Can you post an isolated reproducer with just your definition of pn_rbkey_t
and a code version of the 5 steps that lead to the seg fault?

--Rafael


On Mon, May 11, 2015 at 5:21 PM, Darryl L. Pierce <[email protected]>
wrote:

> On Thu, May 07, 2015 at 01:02:13PM -0400, Rafael Schloming wrote:
> > The way the python code does this is by checking whenever a C object is
> > returned to python code. If the record contains an attachment indicating
> > that the C object has previously been wrapped, it uses this to
> > construct/retrieve an appropriate wrapper object. If it doesn't have the
> > appropriate attachment then it uses the record API to define/set the
> > attachment to the appropriate value. I presume you could do something
> > similar with ruby.
>
> After we chatted the other day, I've tried the following approach, using
> the pn_transport_t type as my test bed since it has relatively fewer
> dependencies. However, the plumbing in Proton for objects isn't quite
> clear to me and my code's not quite working the way we had discussed and
> I'm not sure why.
>
> The goal is to have a type that will live for as long as one of the
> impls in Proton lives; i.e., when we create something like
> pn_transport_t, the attachment created for this would hold some type
> that will get finalized when the pn_transport_t type is finalized. And
> that type would be the hook to clean up the single instance of a Ruby
> class that wraps the underlying C type.
>
> I've created a new type in the ruby.i descriptor for Swig and named it
> pn_rbkey_t, with three files: void* registry (a pointer to an object
> held in Ruby), char* method (the name of a method to invoke on that
> object), and char* key_value (the argument to be passed to that method).
>
> The code defines pn_rbkey_initialize and pn_rbkey_finalize methods, as
> well as getter and setter methods for the three fields. But I've put
> debugging into the code and never see the pn_rbkey_finalize method being
> invoked.
>
> My registry_test app does the following:
>
> 1. create an instance of pn_transport_t: impl = Cproton.pn_transport
> 2. create a Ruby Transport object: transport =  Transport.wrap(impl)
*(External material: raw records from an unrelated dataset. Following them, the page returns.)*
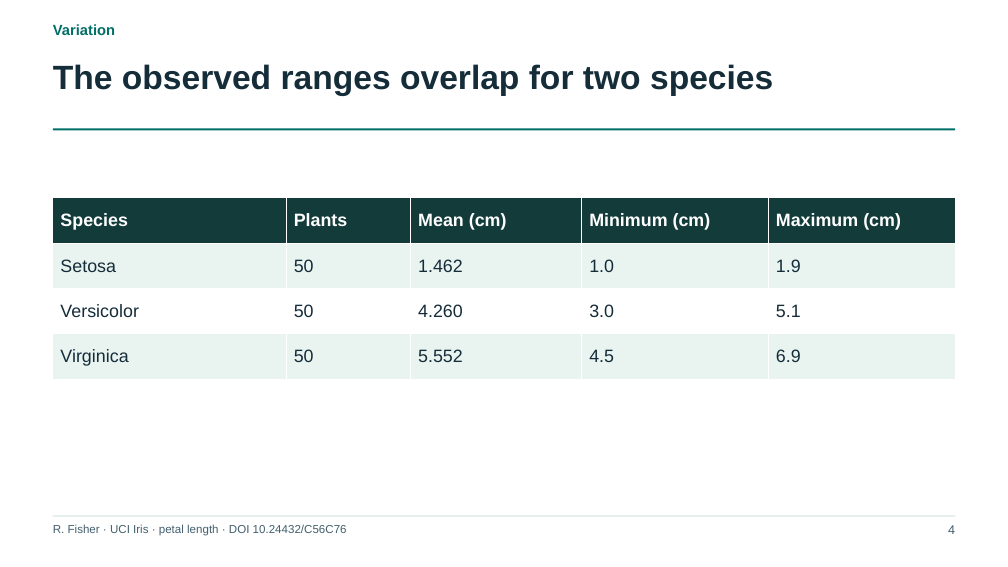
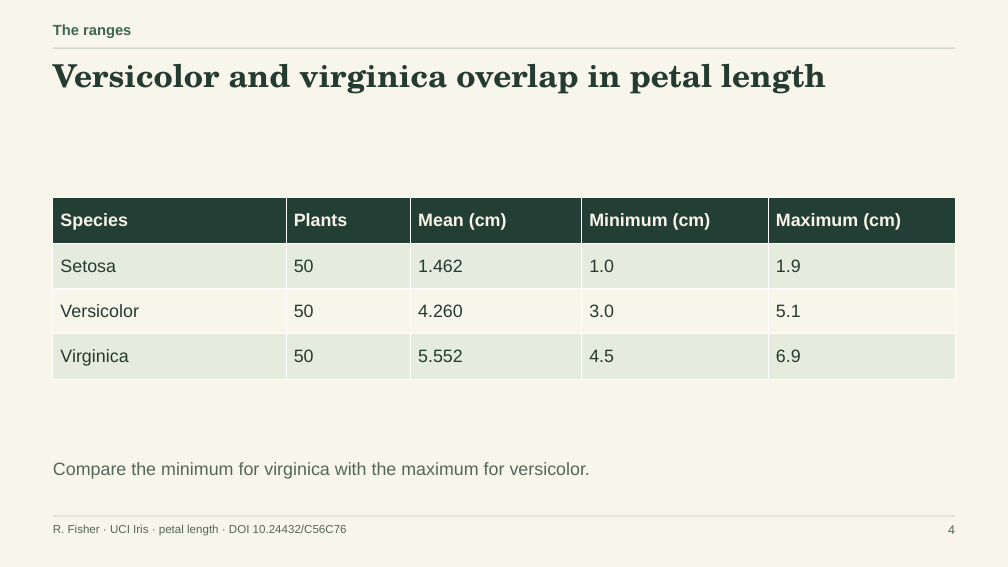
Before and after one commit to asimfish/awesome-ppt, a slide deck: slide 4 of docs/decks/iris.pptx. Drawn at 1008x567 pixels with LibreOffice and Linux fonts; fonts in the diff are those of the drawing. Boxes give left, top, right and bottom in pixels: in the first picture for what was removed or moved away, otherwise in the second. Text is boxed around its words. In the diff, an @@ line names an element or a change of style, - is before the commit and + after.

```diff
--- a/docs/decks/iris.pptx
+++ b/docs/decks/iris.pptx
@@ background #FFFFFF to #F8F5EB @@
@@ text at <box>53,24,131,38</box>: text changed; size 32 to 14 pt; text colour #152C39 to #3E6552 @@
-The observed ranges overlap for two species
+The ranges
@@ text removed at <box>53,24,115,35</box> @@
-Variation
@@ rectangle: place and size @@
-rectangle at <box>53,129,955,131</box>
+rectangle at <box>53,48,955,48</box>
@@ rectangle at <box>53,48,955,48</box>: fill #006F68 to #C0CBBA @@
@@ text added at <box>53,64,826,94</box>, 30 pt, text #243B31, bold @@
+Versicolor and virginica overlap in petal length
@@ table at <box>53,198,956,380</box> @@
@@ fill #123B3A to #233E34 in row 1 @@
@@ fill #E9F4F1 to #E5EBDD in 10 cells @@
@@ fill #FFFFFF to #F8F5EB in row 3 @@
@@ text colour #FFFFFF to #F9F4E7 in "Species", "Plants", "Mean (cm)", "Minimum (cm)" and 1 more places @@
@@ text colour #152C39 to #243B31 in "Setosa", "50", "1.462", "1.0" and 11 more places @@
@@ text added at <box>53,462,590,479</box>, 17 pt, text #54665B @@
+Compare the minimum for virginica with the maximum for versicolor.
@@ text "R. Fisher · UCI Iris ..." at <box>53,524,347,536</box>: text colour #435F6D to #54665B @@
@@ rectangle at <box>53,516,955,516</box>: fill #B4CFCA to #C0CBBA @@
@@ text "4" at <box>948,525,955,534</box>: text colour #435F6D to #54665B @@
```
Also in this commit, not shown: 2 other slides changed, 2 slides added, 2 slides removed, 30 other files.

>    a. puts a weak reference to the Transport into the hashtable
>    b. creates a pn_rbkey_t object and sets it as the sole record for the
>       pn_transport_t object
>    c. calls Cproton.pn_incref on the pn_rbkey_t instance
> 3. remove the reference: transport = nil
> 4. call garbage collection: ObjectSpace.garbage_collect
> 5. get the object back: transport = Transport.wrap(impl)
>    a. calls pn_transport_attachment and retrieves the record created in 2
>    b. should then be able to get the key_value from the pn_rbkey_t type
>    c. should then get the object out of the hashtable to return
>
> It's at step 5 that the example app segfaults. The segfault happens
> when, from Ruby, there's a call to print the attachment retrieve in 5a.
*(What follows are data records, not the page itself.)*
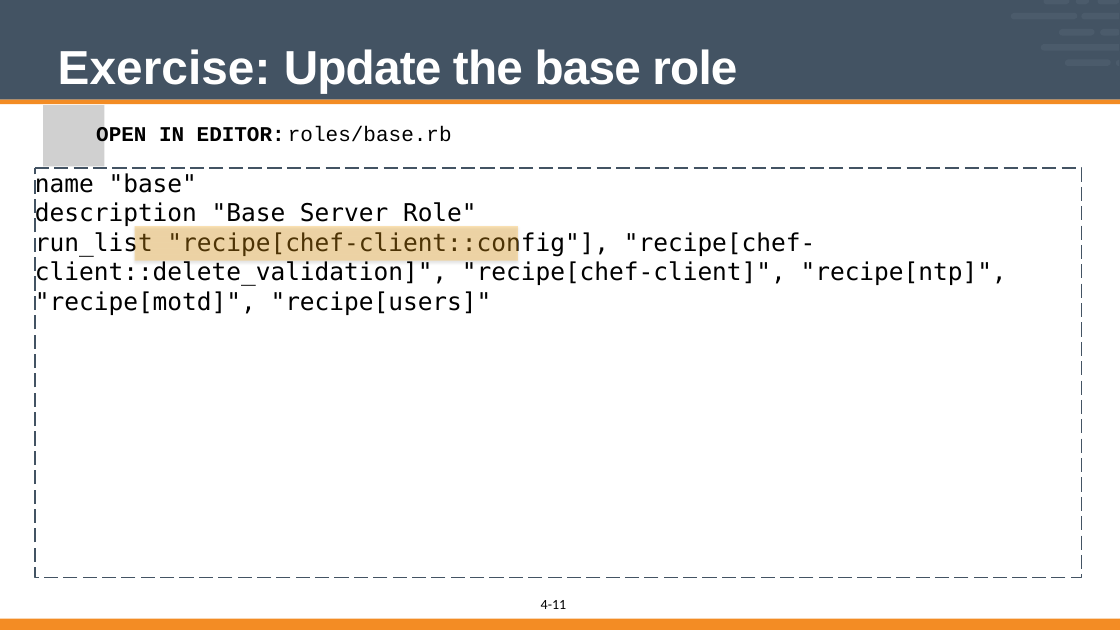
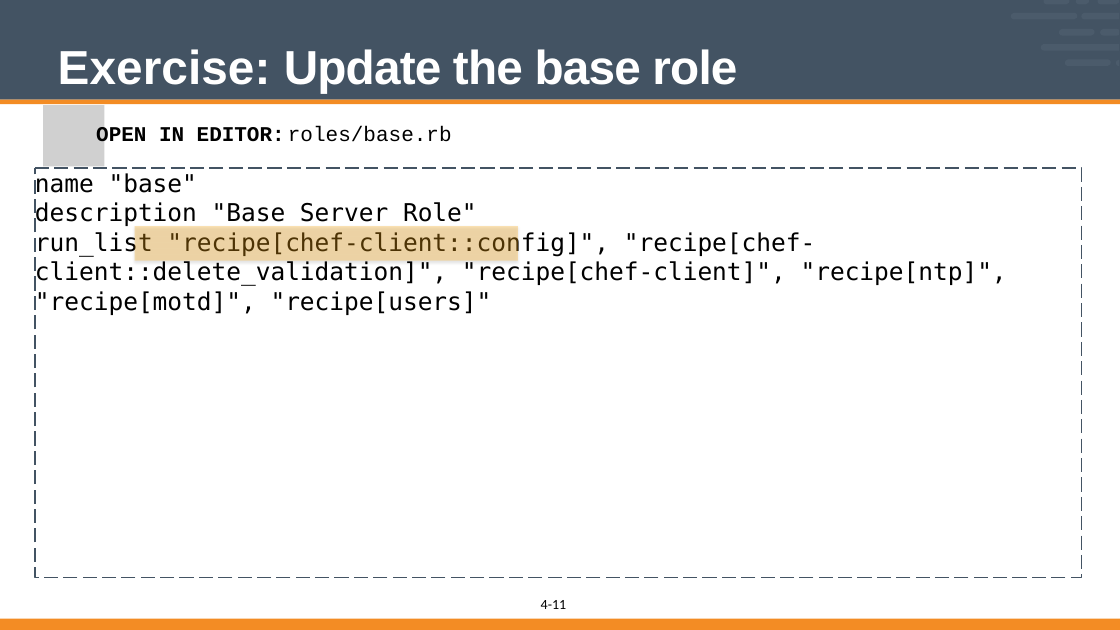
Before and after one commit to vinyar/chef-intermediate, a slide deck: slide 11 of Modules/04-writing_ohai_plugins.pptx. Drawn at 1120x630 pixels with LibreOffice and Linux fonts; fonts in the diff are those of the drawing; grey boxes stand for pictures. Boxes give left, top, right and bottom in pixels: in the first picture for what was removed or moved away, otherwise in the second. Text is boxed around its words. In the diff, an @@ line names an element or a change of style, - is before the commit and + after.

Commit message:
Fixes for Ohai (module 04)
* Fixed typo in the base server role specification of the chef-client::config recipe. The quote was in the wrong location
* Added a new slide that talks about what a Mash.
* Added a new slide to upload the web role
* Fixed the source in the refactored modules source on the first slide
* Fixed the source in the refactored modules source on the second slide

```diff
--- a/Modules/04-writing_ohai_plugins.pptx
+++ b/Modules/04-writing_ohai_plugins.pptx
@@ text in freeform shape at [35,231,1007,315]: text changed @@
-run_list "recipe[chef-client::config"], "recipe[chef-client::delete_validation]", "recipe[chef-client]", "recipe[ntp]", "recipe[motd]", "recipe[users]"
+run_list "recipe[chef-client::config]", "recipe[chef-client::delete_validation]", "recipe[chef-client]", "recipe[ntp]", "recipe[motd]", "recipe[users]"
```
Also in this commit, not shown: 4 other slides changed, 2 slides added.

> Swig isn't failing since it's returning a value that seems to have been
> cached. But when Swig tries to retrieve data from the pn_rbkey_t struct
> underneath of it, *THAT* seems to have been reaped by Proton and Swig
> then segfaults, thinking there was an object still under the covers.
>
> Any ideas or suggestions of where to look for what's going on?
>
> --
> Darryl L. Pierce, Sr. Software Engineer @ Red Hat, Inc.
> Delivering value year after year.
> Red Hat ranks #1 in value among software vendors.